### Exercise instructions:
Restate the lines word for word, from the first line of the records through the line containing "with a pocket". Leave out the pictures and anything after that line.

START Source data

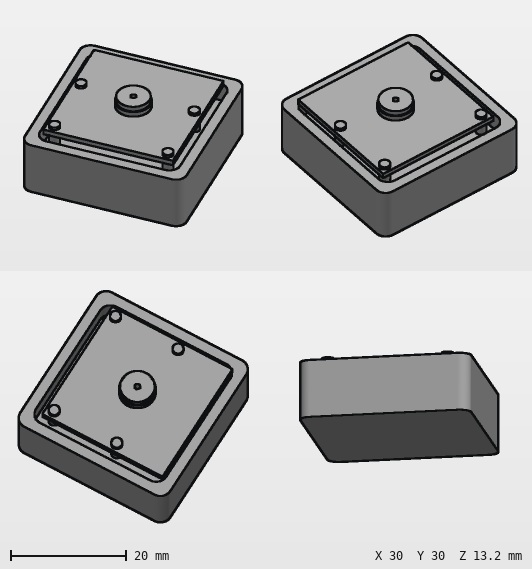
import cadquery as cq

housing_side = 30.0
housing_height = 10.2
wall = 2.0
outer_corner_radius = 2.0
inner_corner_radius = 2.0
floor_z = 6.6

plate_side = 24.0
plate_thickness = 1.0
plate_center_x = -0.25
plate_center_y = 0.7
plate_top_z = housing_height + plate_thickness

peg_diameter = 1.95
peg_protrusion = 0.5
peg_spacing_x = 21.0
rear_peg_offset_y = 2.0
front_peg_offset_y = -10.5
peg_length_below = 2.6
peg_bottom_z = housing_height - peg_length_below
peg_top_z = plate_top_z + peg_protrusion

knob_base_diameter = 6.4
knob_base_height = 1.02
knob_cap_diameter = 6.0
knob_cap_height = 1.0
knob_hole_diameter = 1.0

peg_centers = [
    (plate_center_x + side * peg_spacing_x / 2, plate_center_y + offset_y)
    for side in (-1, 1)
    for offset_y in (rear_peg_offset_y, front_peg_offset_y)
]


def rounded_block(side, height, corner_radius, bottom_z):
    """Square block with rounded vertical edges, centred on the Z axis."""
    block = cq.Workplane("XY").workplane(offset=bottom_z).rect(side, side).extrude(height)
    return block.edges("|Z").fillet(corner_radius)


def make_housing():
    """Box with a pocket open at the top."""
    outer = rounded_block(housing_side, housing_height, outer_corner_radius, 0)
    pocket_side = housing_side - 2 * wall
    pocket = rounded_block(pocket_side, housing_height - floor_z, inner_corner_radius, floor_z)
    return outer.cut(pocket)


def make_plate():
    """Square plate with four integral pegs that project above and below it."""
    base = cq.Workplane("XY").workplane(offset=housing_height).center(plate_center_x, plate_center_y)
    plate = base.rect(plate_side, plate_side).extrude(plate_thickness)
    peg_base = cq.Workplane("XY").workplane(offset=peg_bottom_z).pushPoints(peg_centers)
    pegs = peg_base.circle(peg_diameter / 2).extrude(peg_top_z - peg_bottom_z)
    return plate.union(pegs)


def make_knob():
    """Two stacked discs with a central through hole."""
    base = cq.Workplane("XY").workplane(offset=plate_top_z).center(plate_center_x, plate_center_y)
    knob = base.circle(knob_base_diameter / 2).extrude(knob_base_height)
    knob = knob.faces(">Z").workplane().circle(knob_cap_diameter / 2).extrude(knob_cap_height)
    return knob.faces(">Z").workplane().hole(knob_hole_diameter)


housing = make_housing()
plate = make_plate()
knob = make_knob()

result = cq.Compound.makeCompound([housing.val(), plate.val(), knob.val()])
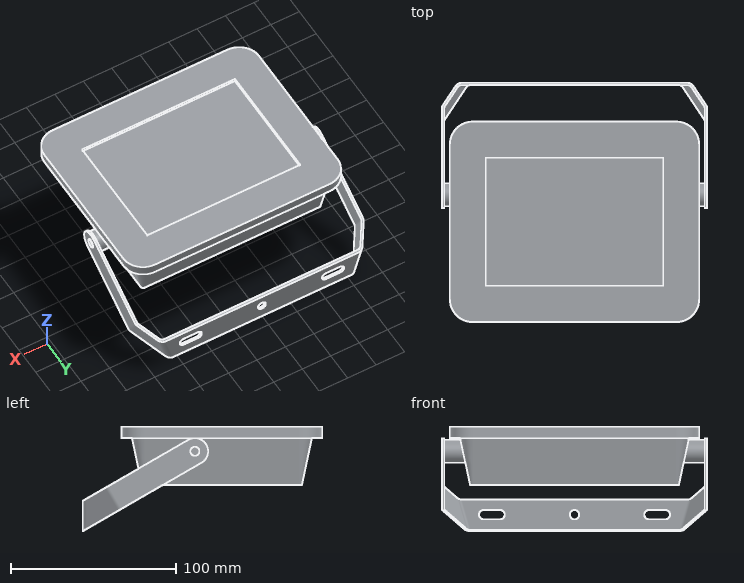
import cadquery as cq
import math

PLATE_LENGTH = 151.0
PLATE_WIDTH = 121.5
PLATE_THICKNESS = 7.0
PLATE_CORNER_RADIUS = 14.0
BODY_INSET = 6.25
BODY_DEPTH = 28.5
BODY_TAPER = 12.0
WINDOW_LENGTH = 107.5
WINDOW_WIDTH = 77.5
WINDOW_DEPTH = 2.0

PIVOT_Y = 16.35
PIVOT_Z = -15.0
BOSS_DIAMETER = 14.0
BOSS_ROOT_X = 60.0

TILT = 30.0
BRACKET_SPAN = 160.5
STRIP_WIDTH = 16.0
STRIP_THICKNESS = 1.5
ARM_LENGTH = 57.0
BEND_ANGLE = 30.0
WEB_REACH = 67.88
ARM_BEND_INNER_RADIUS = 2.5
WEB_BEND_INNER_RADIUS = 2.5

HOLE_DIAMETER = 5.5
SLOT_LENGTH = 15.5
SLOT_SPACING = 100.0

ENVELOPE_HEIGHT = 2.5 * STRIP_WIDTH
ENVELOPE_LENGTH = 1.5 * WEB_REACH
ENVELOPE_TAIL = 2 * STRIP_WIDTH
BEND_SEARCH_MARGIN = 1.0


def rounded_block(length, width, corner_radius, height, taper=0.0):
    """Rounded rectangle extruded downwards from Z = 0, narrowing by the taper angle."""
    outline = cq.Sketch().rect(length, width).vertices().fillet(corner_radius)
    return cq.Workplane("XY").placeSketch(outline).extrude(-height, taper=taper)


def make_housing():
    plate = rounded_block(PLATE_LENGTH, PLATE_WIDTH, PLATE_CORNER_RADIUS, PLATE_THICKNESS)
    body = rounded_block(
        PLATE_LENGTH - 2 * BODY_INSET,
        PLATE_WIDTH - 2 * BODY_INSET,
        PLATE_CORNER_RADIUS - BODY_INSET,
        BODY_DEPTH,
        BODY_TAPER,
    ).translate((0, 0, -PLATE_THICKNESS))
    window = cq.Workplane("XY").rect(WINDOW_LENGTH, WINDOW_WIDTH).extrude(-WINDOW_DEPTH)
    housing = plate.union(body).cut(window)

    boss_length = BRACKET_SPAN / 2 - STRIP_THICKNESS - BOSS_ROOT_X
    for side in (-1, 1):
        boss = (
            cq.Workplane("YZ", origin=(side * BOSS_ROOT_X, PIVOT_Y, PIVOT_Z))
            .circle(BOSS_DIAMETER / 2)
            .extrude(side * boss_length)
        )
        housing = housing.union(boss)
    return housing


def place_on_pivot(shape):
    """Tilt a shape built around the origin and move it to the pivot axis."""
    return shape.rotate((0, 0, 0), (1, 0, 0), -TILT).translate((0, PIVOT_Y, PIVOT_Z))


def bracket_envelope(inset, arm_bend_radius, web_bend_radius):
    """Solid bounded by the bracket's outer faces moved inwards by the inset."""
    half_span = BRACKET_SPAN / 2 - inset
    bend_y = ARM_LENGTH - inset * math.tan(math.radians(BEND_ANGLE / 2))
    end_half_span = half_span - (ENVELOPE_LENGTH - bend_y) * math.tan(math.radians(BEND_ANGLE))
    prism = (
        cq.Workplane("XY")
        .polyline([
            (-half_span, -ENVELOPE_TAIL),
            (half_span, -ENVELOPE_TAIL),
            (half_span, bend_y),
            (end_half_span, ENVELOPE_LENGTH),
            (-end_half_span, ENVELOPE_LENGTH),
            (-half_span, bend_y),
        ])
        .close()
        .extrude(ENVELOPE_HEIGHT / 2, both=True)
    )
    arm_bends = cq.selectors.BoxSelector(
        (-BRACKET_SPAN, bend_y - BEND_SEARCH_MARGIN, -BEND_SEARCH_MARGIN),
        (BRACKET_SPAN, bend_y + BEND_SEARCH_MARGIN, BEND_SEARCH_MARGIN),
    )
    prism = place_on_pivot(prism.edges("|Z").edges(arm_bends).fillet(arm_bend_radius))

    web_y = PIVOT_Y + WEB_REACH - inset
    behind_web = (
        cq.Workplane("XZ", origin=(0, web_y, PIVOT_Z))
        .rect(2 * BRACKET_SPAN, 2 * BRACKET_SPAN)
        .extrude(-ENVELOPE_LENGTH)
    )
    envelope = prism.cut(behind_web)
    return envelope.faces(">Y").edges("<X or >X").fillet(web_bend_radius)


def strip_outline():
    """Side outline of the strip: constant width with a round end about the pivot."""
    radius = STRIP_WIDTH / 2
    outline = (
        cq.Workplane("YZ")
        .moveTo(0, radius)
        .threePointArc((-radius, 0), (0, -radius))
        .lineTo(ENVELOPE_LENGTH, -radius)
        .lineTo(ENVELOPE_LENGTH, radius)
        .close()
        .extrude(BRACKET_SPAN, both=True)
    )
    return place_on_pivot(outline)


def make_bracket():
    outer = bracket_envelope(
        0,
        ARM_BEND_INNER_RADIUS + STRIP_THICKNESS,
        WEB_BEND_INNER_RADIUS + STRIP_THICKNESS,
    )
    inner = bracket_envelope(STRIP_THICKNESS, ARM_BEND_INNER_RADIUS, WEB_BEND_INNER_RADIUS)
    bracket = outer.cut(inner).intersect(strip_outline())

    pivot_holes = (
        cq.Workplane("YZ", origin=(0, PIVOT_Y, PIVOT_Z))
        .circle(HOLE_DIAMETER / 2)
        .extrude(BRACKET_SPAN, both=True)
    )

    web_inner_reach = WEB_REACH - STRIP_THICKNESS
    web_z = PIVOT_Z - web_inner_reach * math.tan(math.radians(TILT))
    web_plane = cq.Workplane("XZ", origin=(0, PIVOT_Y + web_inner_reach, web_z))
    web_hole = web_plane.circle(HOLE_DIAMETER / 2).extrude(STRIP_THICKNESS, both=True)
    web_slots = (
        web_plane.pushPoints([(-SLOT_SPACING / 2, 0), (SLOT_SPACING / 2, 0)])
        .slot2D(SLOT_LENGTH, HOLE_DIAMETER)
        .extrude(STRIP_THICKNESS, both=True)
    )
    return bracket.cut(pivot_holes).cut(web_hole).cut(web_slots)


housing = make_housing()
bracket = make_bracket()

result = cq.Compound.makeCompound([housing.solids().val(), bracket.solids().val()])

END Source data

### Expected answer:
import cadquery as cq

housing_side = 30.0
housing_height = 10.2
wall = 2.0
outer_corner_radius = 2.0
inner_corner_radius = 2.0
floor_z = 6.6

plate_side = 24.0
plate_thickness = 1.0
plate_center_x = -0.25
plate_center_y = 0.7
plate_top_z = housing_height + plate_thickness

peg_diameter = 1.95
peg_protrusion = 0.5
peg_spacing_x = 21.0
rear_peg_offset_y = 2.0
front_peg_offset_y = -10.5
peg_length_below = 2.6
peg_bottom_z = housing_height - peg_length_below
peg_top_z = plate_top_z + peg_protrusion

knob_base_diameter = 6.4
knob_base_height = 1.02
knob_cap_diameter = 6.0
knob_cap_height = 1.0
knob_hole_diameter = 1.0

peg_centers = [
    (plate_center_x + side * peg_spacing_x / 2, plate_center_y + offset_y)
    for side in (-1, 1)
    for offset_y in (rear_peg_offset_y, front_peg_offset_y)
]


def rounded_block(side, height, corner_radius, bottom_z):
    """Square block with rounded vertical edges, centred on the Z axis."""
    block = cq.Workplane("XY").workplane(offset=bottom_z).rect(side, side).extrude(height)
    return block.edges("|Z").fillet(corner_radius)


def make_housing():
    """Box with a pocket open at the top."""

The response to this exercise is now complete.